Not that Palin cares. By paragraph six, early on, she's already in full wingnut mode: "Common sense tells us that the government's attempts to solve large problems more often create new ones." You know, like, I don't know, like winning two world wars, or putting a man on the moon, stuff like that -- all failures, of course. It's funny how conservatives put down government except when they themselves are in power. Cheney certainly didn't oppose government attempts to address, say, the problem of Islamist terrorism, did he? And the neocons certainly didn't object to the huge ramp-up of American military might under Reagan, did they? Conservatives think Reagan won the Cold War. Even if that were true, how could he have done it without government?

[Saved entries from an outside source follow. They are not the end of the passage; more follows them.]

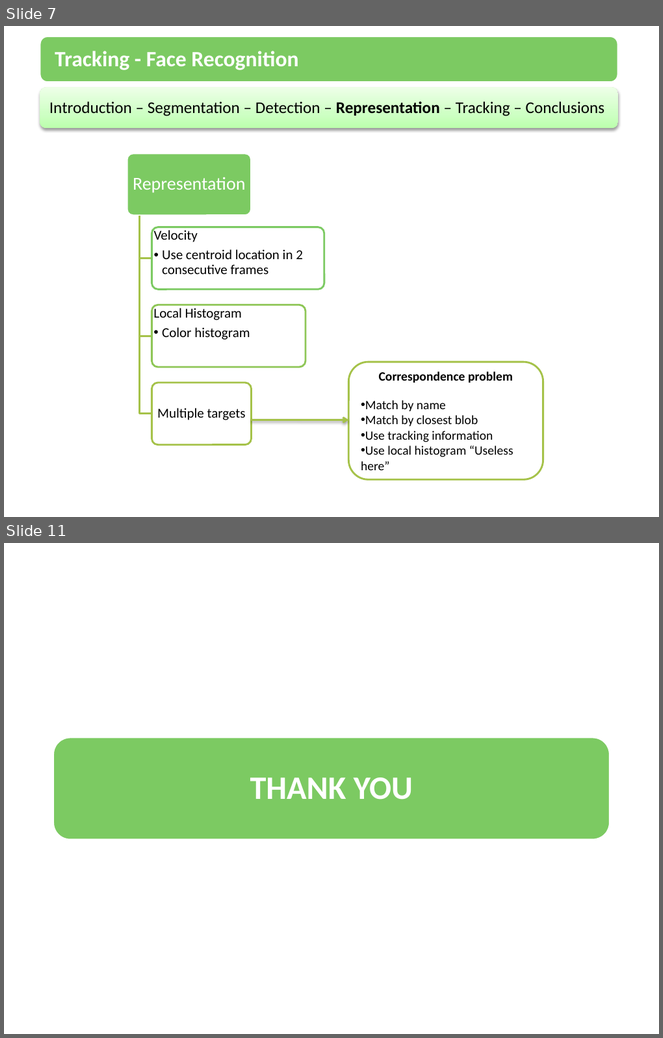
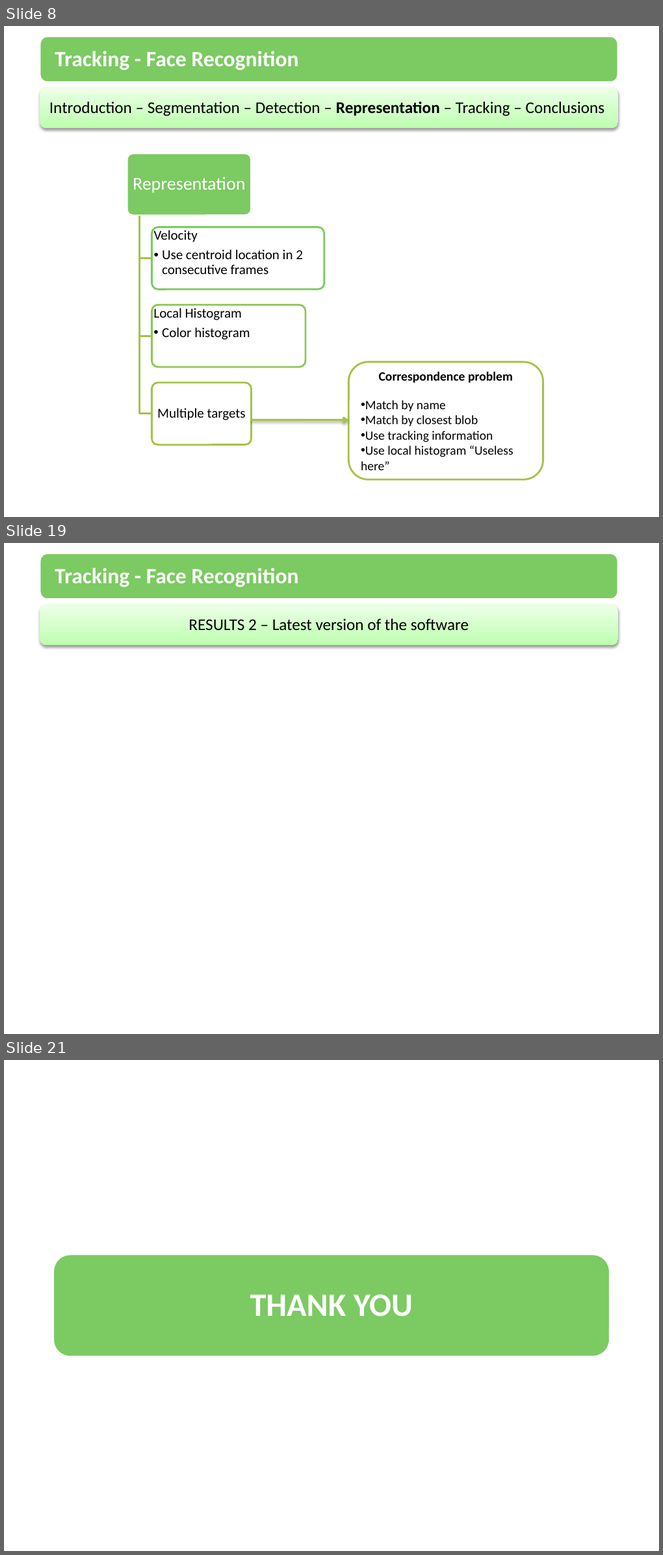
Before and after one commit to amounir86/mcvai-tracking, a slide deck: trunk/Presentation/Tracking.pptx. Shown one above the other, each under a label of ours: slides 7 and 11 before the commit, slides 8, 19 and 21 after it; the slides between them are not shown. The pictures are 663x1038 and 663x1555 pixels, drawn with LibreOffice and Linux fonts; fonts in the diff are those of the drawing. Boxes give left, top, right and bottom in pixels: in the first picture for what was removed or moved away, otherwise in the second. Text is boxed around its words. In the diff, an @@ line names an element or a change of style, - is before the commit and + after.

```diff
--- a/trunk/Presentation/Tracking.pptx
+++ b/trunk/Presentation/Tracking.pptx
@@ slide 19 added at (x1=4, y1=543, x2=659, y2=1034), background #FFFFFF @@
@@ rounded rectangle added at (x1=40, y1=553, x2=619, y2=600), fill #7CCA62, outline #FFFFFF 2 pt @@
@@ text added at (x1=55, y1=568, x2=298, y2=587), 24 pt, text #FFFFFF, bold @@
+Tracking - Face Recognition
@@ rounded rectangle added at (x1=40, y1=605, x2=619, y2=646), fill gradient #BCFFAD to #CFFFC5 to #ECFFE9 @@
@@ text added at (x1=189, y1=618, x2=469, y2=631), 18 pt, text #000000 @@
+RESULTS 2 – Latest version of the software
@@ what was slide 7 is now slide 8 @@
@@ what was slide 11 is now slide 21 @@
```
Also in this commit, not shown: 3 slides changed, 10 other slides added, 1 slide removed.
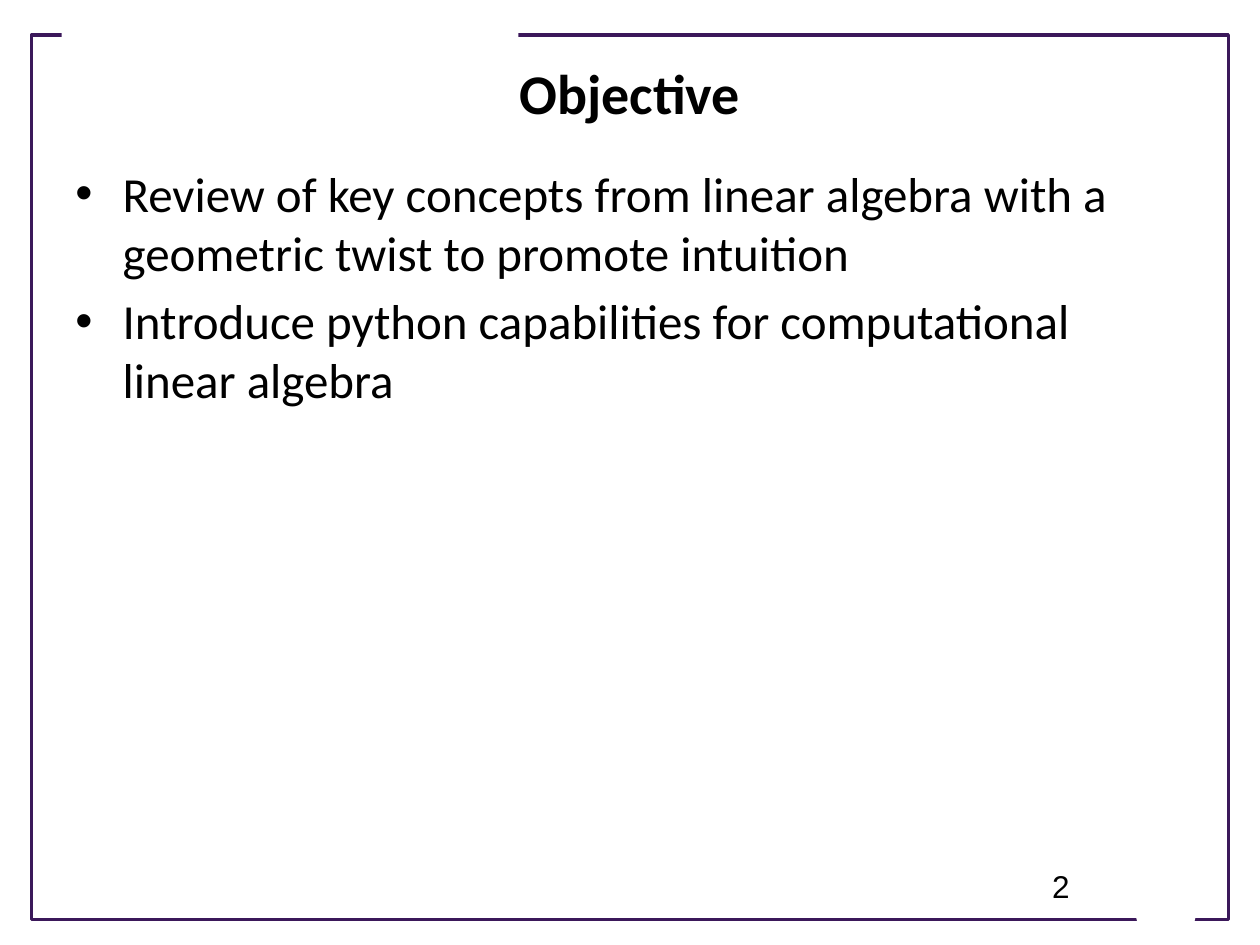
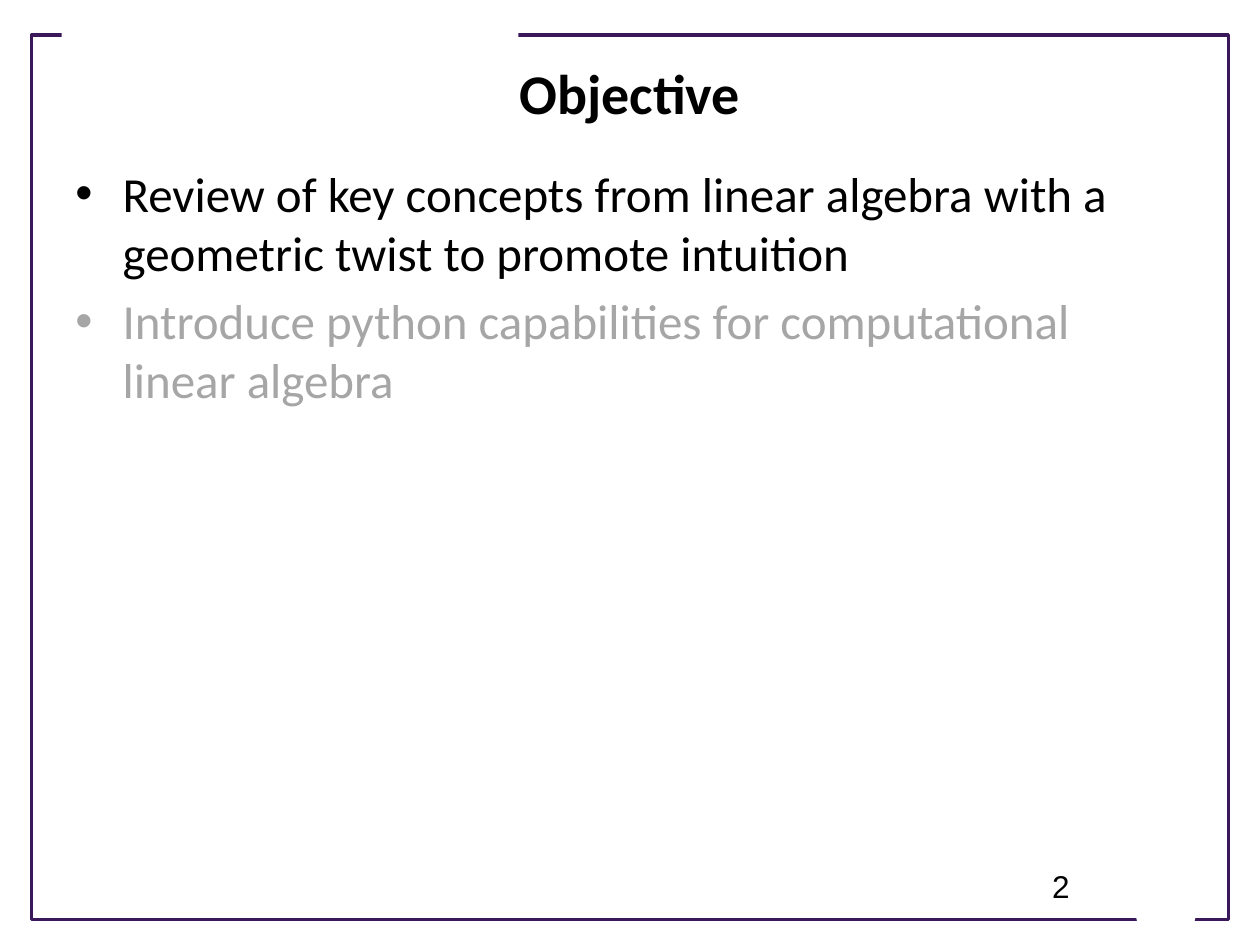
Before and after one commit to joseph-hellerstein/advanced-controls-lectures, a slide deck: slide 2 of Lecture_4-Geometric-Linear-Algebra/Geometric-Linear-Algebra.pptx. Drawn at 1260x945 pixels with LibreOffice and Linux fonts; fonts in the diff are those of the drawing; background and template pictures are left out. Boxes give left, top, right and bottom in pixels: in the first picture for what was removed or moved away, otherwise in the second. Text is boxed around its words. In the diff, an @@ line names an element or a change of style, - is before the commit and + after.

```diff
--- a/Lecture_4-Geometric-Linear-Algebra/Geometric-Linear-Algebra.pptx
+++ b/Lecture_4-Geometric-Linear-Algebra/Geometric-Linear-Algebra.pptx
@@ text at (x1=123, y1=305, x2=1069, y2=406): text colour #000000 to #A6A6A6 in "Introduce python capabilities for computational linear algeb ..." @@
```
Also in this commit, not shown: 1 other slide changed, 2 other files.
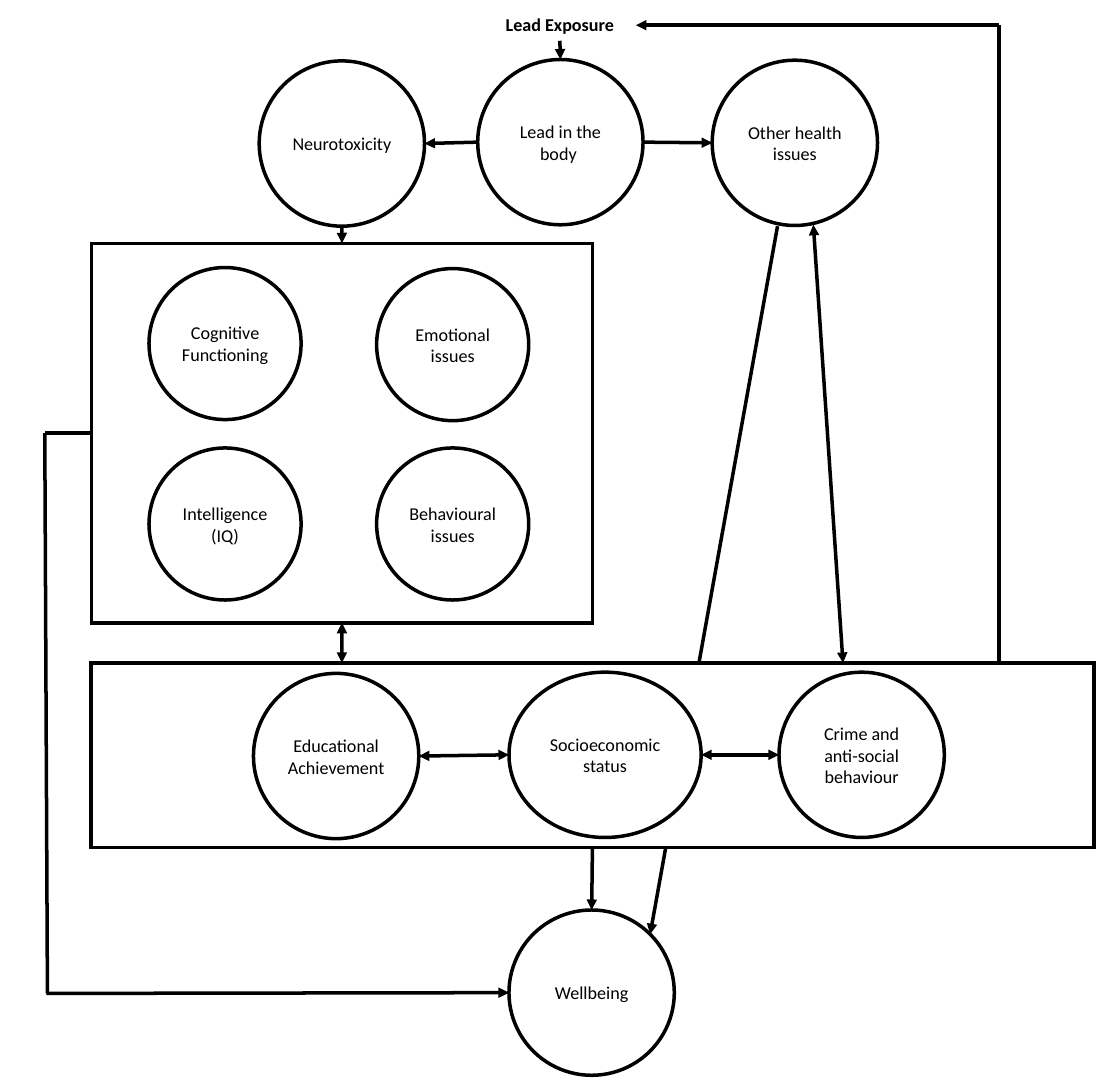
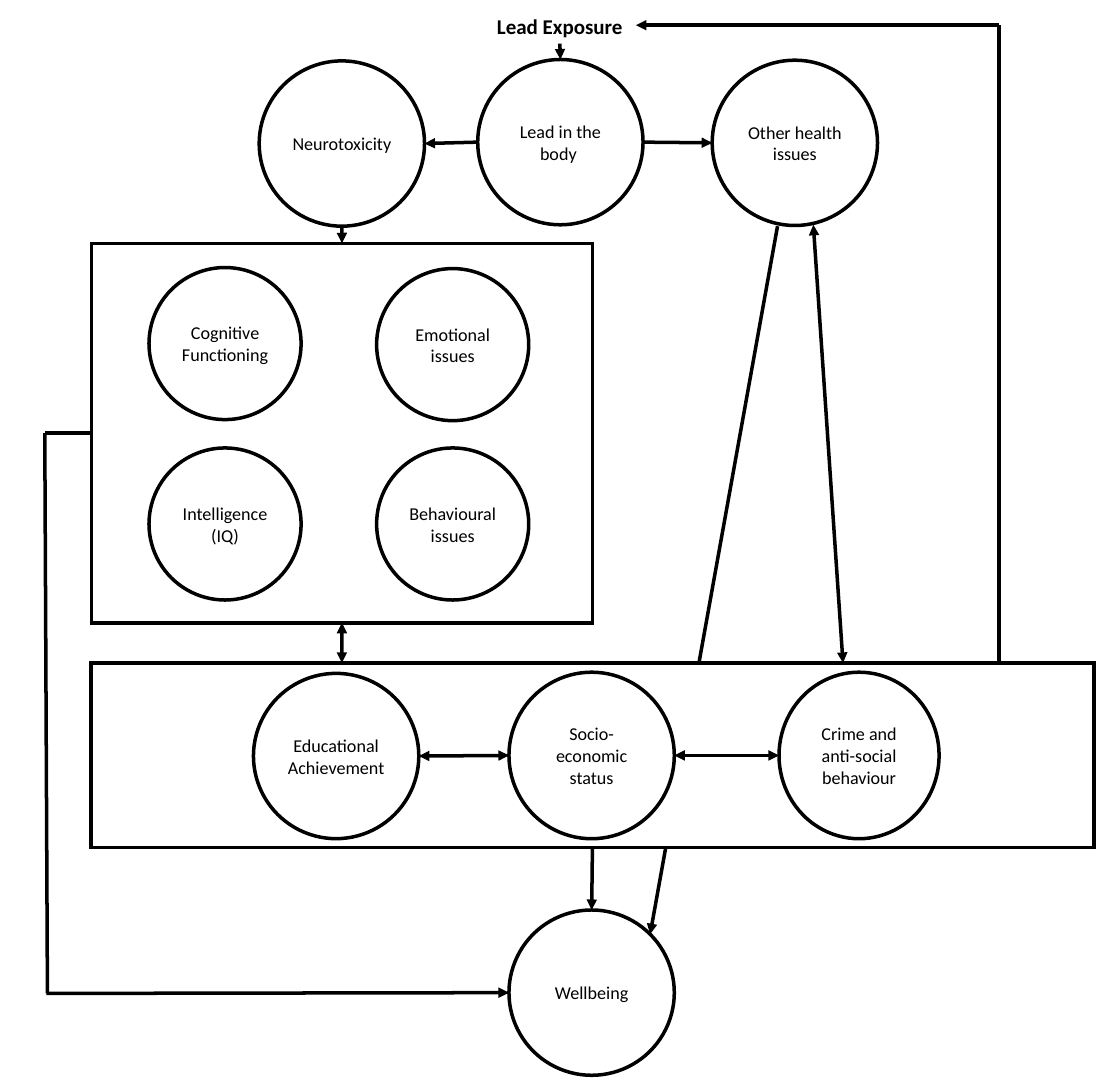
Before and after one commit to Happier-Lives-Institute/Shallow-Lead-Report-For-FP, a slide deck: slide 1 of causalgraphs.pptx. Drawn at 1120x1091 pixels with LibreOffice and Linux fonts; fonts in the diff are those of the drawing. Boxes give left, top, right and bottom in pixels: in the first picture for what was removed or moved away, otherwise in the second. Text is boxed around its words. In the diff, an @@ line names an element or a change of style, - is before the commit and + after.

Commit message:
edit to ppt

```diff
--- a/causalgraphs.pptx
+++ b/causalgraphs.pptx
@@ text "Lead Exposure" at box(497, 19, 623, 38): size 15.5 to 18 pt @@
@@ ellipse "Socio-economic status": place and size @@
-ellipse "Socio-economic status" at box(509, 672, 702, 838)
+ellipse "Socio-economic status" at box(509, 672, 675, 839)
@@ ellipse "Crime and anti-social behaviour": place and size @@
-ellipse "Crime and anti-social behaviour" at box(779, 672, 944, 838)
+ellipse "Crime and anti-social behaviour" at box(779, 672, 939, 839)
@@ text in ellipse at box(556, 727, 627, 784): text changed @@
-Socioeconomic status
+Socio-economic status
@@ double arrow moved from (779, 755) - (702, 755) to (779, 756) - (675, 756) @@
```
Also in this commit, not shown: 10 other files.

Anyway, before long, Palin brings up those "death panels" again, and, really, there's no point going on. Sure, she backtracks a bit, if barely, suggesting that the lie "rang true for many Americans," as distinguished from those "[e]stablishment voices" who apparently know nothing, but, as we know, the lie "rang true" only because Republican propaganda was so noisy, and, with those inclined to accept such propaganda as truth, so effective.
Alright, that's it. I've spent enough time, and expended enough energy, on Sarah Palin today. Just remember that, however wrong she may be, to put it nicely, she's hardly alone. This is the sort of outright insanity, combined with extremist right-wing ideology, that we face.